"More harm than good": countries are pushing for the end of compulsory care vaccination

At the end of the year, the corona vaccination requirement for nursing staff will expire, and several federal states have appealed across party lines in a letter to Health Minister Lauterbach to leave it at that. The reason is the concern that the shortage of personnel in the industry will worsen.

Saxony, Bavaria, Baden-Württemberg and Thuringia are calling for an end to compulsory vaccination for health and care staff. The three state health ministers Petra Köpping from the SPD, Klaus Holetschek from the CSU and the left Heike Werner wrote a letter to Federal Health Minister Karl Lauterbach not to extend the vaccination requirement, which expires at the end of the year, as the politicians announced. The Baden-Württemberg department head Manfred Lucha from the Greens joined.

The reason for the four-country appeal is the fear that compulsory vaccination will exacerbate the shortage of staff in the healthcare system. The initiative came from Saxony. The federal states had previously called for an end to compulsory vaccination and now want to put more emphasis on this with a joint appeal. Lauterbach makes an extension of the vaccination requirement dependent on the course of the autumn and winter wave.

“The institution-related vaccination obligation brings us more harm than good,” said Holetschek. “We need every available workforce in medicine, nursing and integration assistance.” Saxony’s Minister of Health, Köpping, argued that the omicron variant leads to severe courses less often than Delta did before. An extension of the vaccination requirement beyond the end of 2022 is simply not justified. “We can’t do without anyone.”

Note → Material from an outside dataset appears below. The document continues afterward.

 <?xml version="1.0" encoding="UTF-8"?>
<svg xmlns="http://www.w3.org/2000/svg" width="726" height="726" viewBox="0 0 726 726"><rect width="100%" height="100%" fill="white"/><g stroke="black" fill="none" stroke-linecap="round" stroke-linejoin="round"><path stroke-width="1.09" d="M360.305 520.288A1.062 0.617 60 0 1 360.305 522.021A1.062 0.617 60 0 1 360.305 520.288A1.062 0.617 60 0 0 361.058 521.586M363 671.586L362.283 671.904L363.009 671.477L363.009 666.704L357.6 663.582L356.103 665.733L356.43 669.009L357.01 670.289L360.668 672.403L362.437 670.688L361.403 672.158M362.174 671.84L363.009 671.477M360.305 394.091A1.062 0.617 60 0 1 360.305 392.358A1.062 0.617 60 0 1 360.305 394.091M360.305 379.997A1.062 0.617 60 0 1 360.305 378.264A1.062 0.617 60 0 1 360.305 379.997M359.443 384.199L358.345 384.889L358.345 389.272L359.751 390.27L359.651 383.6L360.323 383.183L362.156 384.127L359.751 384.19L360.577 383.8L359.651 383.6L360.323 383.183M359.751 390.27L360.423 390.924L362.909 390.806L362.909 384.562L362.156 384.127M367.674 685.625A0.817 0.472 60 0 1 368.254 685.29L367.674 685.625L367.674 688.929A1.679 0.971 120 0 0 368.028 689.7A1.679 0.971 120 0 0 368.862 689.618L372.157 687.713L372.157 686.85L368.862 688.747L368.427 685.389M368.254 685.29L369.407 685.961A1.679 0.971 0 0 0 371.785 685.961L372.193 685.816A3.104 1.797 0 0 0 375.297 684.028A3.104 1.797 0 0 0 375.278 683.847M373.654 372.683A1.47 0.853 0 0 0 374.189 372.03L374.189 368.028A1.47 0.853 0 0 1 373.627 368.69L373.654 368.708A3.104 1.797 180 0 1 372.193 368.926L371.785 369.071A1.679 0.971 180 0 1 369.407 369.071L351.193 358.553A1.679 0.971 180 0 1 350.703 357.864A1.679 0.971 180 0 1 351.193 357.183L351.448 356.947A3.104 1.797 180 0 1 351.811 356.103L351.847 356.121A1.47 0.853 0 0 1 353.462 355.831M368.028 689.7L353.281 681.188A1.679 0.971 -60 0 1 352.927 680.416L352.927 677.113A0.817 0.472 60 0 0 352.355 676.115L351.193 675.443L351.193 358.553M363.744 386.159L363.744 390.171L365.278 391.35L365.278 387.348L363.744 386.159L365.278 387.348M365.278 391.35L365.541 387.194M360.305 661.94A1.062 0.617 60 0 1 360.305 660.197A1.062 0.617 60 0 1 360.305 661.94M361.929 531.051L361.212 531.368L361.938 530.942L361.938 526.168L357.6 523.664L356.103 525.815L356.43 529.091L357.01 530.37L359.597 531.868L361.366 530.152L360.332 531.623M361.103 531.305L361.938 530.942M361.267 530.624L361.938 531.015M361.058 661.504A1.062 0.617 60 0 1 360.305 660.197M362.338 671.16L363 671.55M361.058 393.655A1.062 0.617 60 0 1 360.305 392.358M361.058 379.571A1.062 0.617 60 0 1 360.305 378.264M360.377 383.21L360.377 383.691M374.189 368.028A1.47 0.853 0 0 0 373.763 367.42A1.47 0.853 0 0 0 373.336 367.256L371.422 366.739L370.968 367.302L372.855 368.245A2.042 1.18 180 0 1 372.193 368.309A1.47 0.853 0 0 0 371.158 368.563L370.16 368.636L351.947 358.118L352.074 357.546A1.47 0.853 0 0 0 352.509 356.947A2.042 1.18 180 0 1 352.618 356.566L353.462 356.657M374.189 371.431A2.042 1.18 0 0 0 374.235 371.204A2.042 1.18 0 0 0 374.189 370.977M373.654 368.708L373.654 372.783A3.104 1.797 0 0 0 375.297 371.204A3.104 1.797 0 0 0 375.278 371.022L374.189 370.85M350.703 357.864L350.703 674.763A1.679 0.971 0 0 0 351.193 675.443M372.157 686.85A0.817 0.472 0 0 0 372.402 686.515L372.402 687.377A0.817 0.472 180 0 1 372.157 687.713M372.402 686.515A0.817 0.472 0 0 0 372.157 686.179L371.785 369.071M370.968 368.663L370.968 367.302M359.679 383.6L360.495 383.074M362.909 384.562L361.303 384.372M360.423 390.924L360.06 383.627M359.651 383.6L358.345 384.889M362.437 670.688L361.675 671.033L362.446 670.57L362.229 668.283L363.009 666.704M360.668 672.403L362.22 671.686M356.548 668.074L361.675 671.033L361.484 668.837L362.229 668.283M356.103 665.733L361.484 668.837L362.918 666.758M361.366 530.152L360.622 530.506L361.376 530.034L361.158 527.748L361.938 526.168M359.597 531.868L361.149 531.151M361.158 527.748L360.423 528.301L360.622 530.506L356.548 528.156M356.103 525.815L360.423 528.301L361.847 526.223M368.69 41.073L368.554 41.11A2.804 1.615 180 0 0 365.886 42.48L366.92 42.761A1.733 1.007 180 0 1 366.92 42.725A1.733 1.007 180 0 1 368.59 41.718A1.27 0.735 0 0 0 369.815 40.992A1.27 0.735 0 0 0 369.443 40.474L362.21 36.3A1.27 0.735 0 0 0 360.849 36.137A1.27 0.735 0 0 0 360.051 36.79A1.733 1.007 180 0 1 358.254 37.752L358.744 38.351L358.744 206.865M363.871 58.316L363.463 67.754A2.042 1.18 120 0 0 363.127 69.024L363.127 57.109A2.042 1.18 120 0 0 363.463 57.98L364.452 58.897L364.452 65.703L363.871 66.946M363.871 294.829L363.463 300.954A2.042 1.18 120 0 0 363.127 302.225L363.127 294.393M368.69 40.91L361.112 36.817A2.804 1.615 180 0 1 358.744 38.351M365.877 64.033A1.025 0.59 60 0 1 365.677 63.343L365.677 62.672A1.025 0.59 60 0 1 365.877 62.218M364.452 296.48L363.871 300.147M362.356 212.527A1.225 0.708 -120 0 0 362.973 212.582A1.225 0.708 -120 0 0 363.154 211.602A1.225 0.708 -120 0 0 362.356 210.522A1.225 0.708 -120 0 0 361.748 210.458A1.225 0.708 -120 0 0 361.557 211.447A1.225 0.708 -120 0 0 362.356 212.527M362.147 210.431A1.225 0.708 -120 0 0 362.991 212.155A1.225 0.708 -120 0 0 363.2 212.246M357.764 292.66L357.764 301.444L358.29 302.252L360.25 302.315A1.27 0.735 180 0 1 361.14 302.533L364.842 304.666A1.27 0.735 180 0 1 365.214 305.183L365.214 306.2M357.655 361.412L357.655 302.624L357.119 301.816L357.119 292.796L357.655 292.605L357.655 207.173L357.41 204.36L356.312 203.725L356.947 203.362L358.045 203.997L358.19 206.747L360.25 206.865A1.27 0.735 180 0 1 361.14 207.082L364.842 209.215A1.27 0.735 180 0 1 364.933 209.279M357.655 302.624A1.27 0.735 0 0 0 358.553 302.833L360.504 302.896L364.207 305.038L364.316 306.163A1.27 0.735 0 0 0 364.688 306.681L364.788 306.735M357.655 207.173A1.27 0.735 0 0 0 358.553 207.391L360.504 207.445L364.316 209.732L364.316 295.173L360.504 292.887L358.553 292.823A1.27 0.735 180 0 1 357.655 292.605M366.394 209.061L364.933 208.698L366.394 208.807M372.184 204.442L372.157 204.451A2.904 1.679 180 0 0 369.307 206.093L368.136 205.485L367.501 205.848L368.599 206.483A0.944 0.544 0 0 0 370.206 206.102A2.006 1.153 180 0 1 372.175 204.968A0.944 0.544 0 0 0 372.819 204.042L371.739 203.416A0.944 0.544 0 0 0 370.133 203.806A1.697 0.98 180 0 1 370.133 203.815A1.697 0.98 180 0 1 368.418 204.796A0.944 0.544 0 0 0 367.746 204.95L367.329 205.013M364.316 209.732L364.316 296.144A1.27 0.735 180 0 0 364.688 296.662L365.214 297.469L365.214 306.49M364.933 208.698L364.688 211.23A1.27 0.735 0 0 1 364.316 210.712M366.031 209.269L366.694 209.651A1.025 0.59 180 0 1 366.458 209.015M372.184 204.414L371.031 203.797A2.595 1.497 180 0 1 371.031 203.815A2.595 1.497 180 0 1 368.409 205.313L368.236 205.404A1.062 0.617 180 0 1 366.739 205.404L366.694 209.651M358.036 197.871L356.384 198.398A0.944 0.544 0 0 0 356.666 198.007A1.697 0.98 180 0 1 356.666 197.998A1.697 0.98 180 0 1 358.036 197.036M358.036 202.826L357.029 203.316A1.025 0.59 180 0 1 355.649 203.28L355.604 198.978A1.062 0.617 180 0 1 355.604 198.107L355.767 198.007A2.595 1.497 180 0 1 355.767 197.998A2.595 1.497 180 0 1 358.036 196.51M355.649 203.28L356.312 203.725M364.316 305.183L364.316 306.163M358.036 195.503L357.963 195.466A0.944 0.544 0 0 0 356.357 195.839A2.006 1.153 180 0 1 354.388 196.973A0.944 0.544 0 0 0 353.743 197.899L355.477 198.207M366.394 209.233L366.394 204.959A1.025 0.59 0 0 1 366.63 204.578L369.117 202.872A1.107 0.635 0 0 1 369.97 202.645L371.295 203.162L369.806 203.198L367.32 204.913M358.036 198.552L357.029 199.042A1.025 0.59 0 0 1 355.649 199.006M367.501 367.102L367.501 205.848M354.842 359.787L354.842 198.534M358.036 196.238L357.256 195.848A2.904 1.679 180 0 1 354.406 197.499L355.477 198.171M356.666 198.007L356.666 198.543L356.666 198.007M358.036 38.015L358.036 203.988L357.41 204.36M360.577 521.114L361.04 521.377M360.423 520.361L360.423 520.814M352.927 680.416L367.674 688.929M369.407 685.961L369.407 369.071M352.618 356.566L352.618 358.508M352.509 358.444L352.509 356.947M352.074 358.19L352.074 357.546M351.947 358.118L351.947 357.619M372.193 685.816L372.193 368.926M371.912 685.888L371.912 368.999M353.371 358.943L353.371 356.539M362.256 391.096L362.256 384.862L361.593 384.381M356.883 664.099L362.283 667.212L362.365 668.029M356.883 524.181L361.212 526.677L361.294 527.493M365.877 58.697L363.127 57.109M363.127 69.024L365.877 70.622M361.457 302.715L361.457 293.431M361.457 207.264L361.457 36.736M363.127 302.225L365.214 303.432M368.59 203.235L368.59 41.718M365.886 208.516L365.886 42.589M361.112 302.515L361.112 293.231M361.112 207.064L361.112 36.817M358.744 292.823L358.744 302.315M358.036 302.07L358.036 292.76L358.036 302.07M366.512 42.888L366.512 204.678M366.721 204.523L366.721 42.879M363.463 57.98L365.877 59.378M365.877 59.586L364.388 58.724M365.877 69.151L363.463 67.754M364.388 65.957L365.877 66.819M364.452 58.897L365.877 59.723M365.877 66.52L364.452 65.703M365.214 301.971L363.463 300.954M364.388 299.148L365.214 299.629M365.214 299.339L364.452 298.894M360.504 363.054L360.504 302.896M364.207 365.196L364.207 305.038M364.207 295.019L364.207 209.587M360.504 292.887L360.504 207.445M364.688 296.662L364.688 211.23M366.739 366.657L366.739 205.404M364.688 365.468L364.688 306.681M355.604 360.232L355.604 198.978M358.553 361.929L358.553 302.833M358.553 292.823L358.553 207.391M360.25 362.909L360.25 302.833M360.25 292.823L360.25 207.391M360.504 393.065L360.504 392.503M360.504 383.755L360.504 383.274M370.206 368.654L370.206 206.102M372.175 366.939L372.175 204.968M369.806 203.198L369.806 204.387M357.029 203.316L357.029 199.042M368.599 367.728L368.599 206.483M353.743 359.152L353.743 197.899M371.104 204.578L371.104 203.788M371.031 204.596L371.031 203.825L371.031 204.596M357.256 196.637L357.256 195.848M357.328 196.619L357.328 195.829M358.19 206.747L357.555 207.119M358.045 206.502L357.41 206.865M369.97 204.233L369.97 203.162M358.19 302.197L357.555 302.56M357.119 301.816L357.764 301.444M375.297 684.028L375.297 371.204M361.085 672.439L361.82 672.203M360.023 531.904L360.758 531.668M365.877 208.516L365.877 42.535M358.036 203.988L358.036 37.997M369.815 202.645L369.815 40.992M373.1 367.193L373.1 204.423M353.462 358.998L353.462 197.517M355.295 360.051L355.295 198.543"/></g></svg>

Thuringia’s Health Minister Werner called for incentives for booster vaccinations for all citizens instead of mandatory vaccinations in health and care. Baden-Württemberg’s Minister Lucha pointed out that the facility-related vaccination requirement was intended as a pioneer of the failed general vaccination requirement. “That’s why we can’t, with the best will in the world, demand this special sacrifice from those working in the health sector,” said the Greens politician.

In view of the common goal of politicians from the CSU, SPD, Greens and Left, which is unusual in day-to-day business, CSU man Holetschek emphasized: “The traffic light coalition must also be clear that this is not about partisan political tricks, but a cross-party concern in the sense of the Citizens and an already heavily burdened health and care sector.”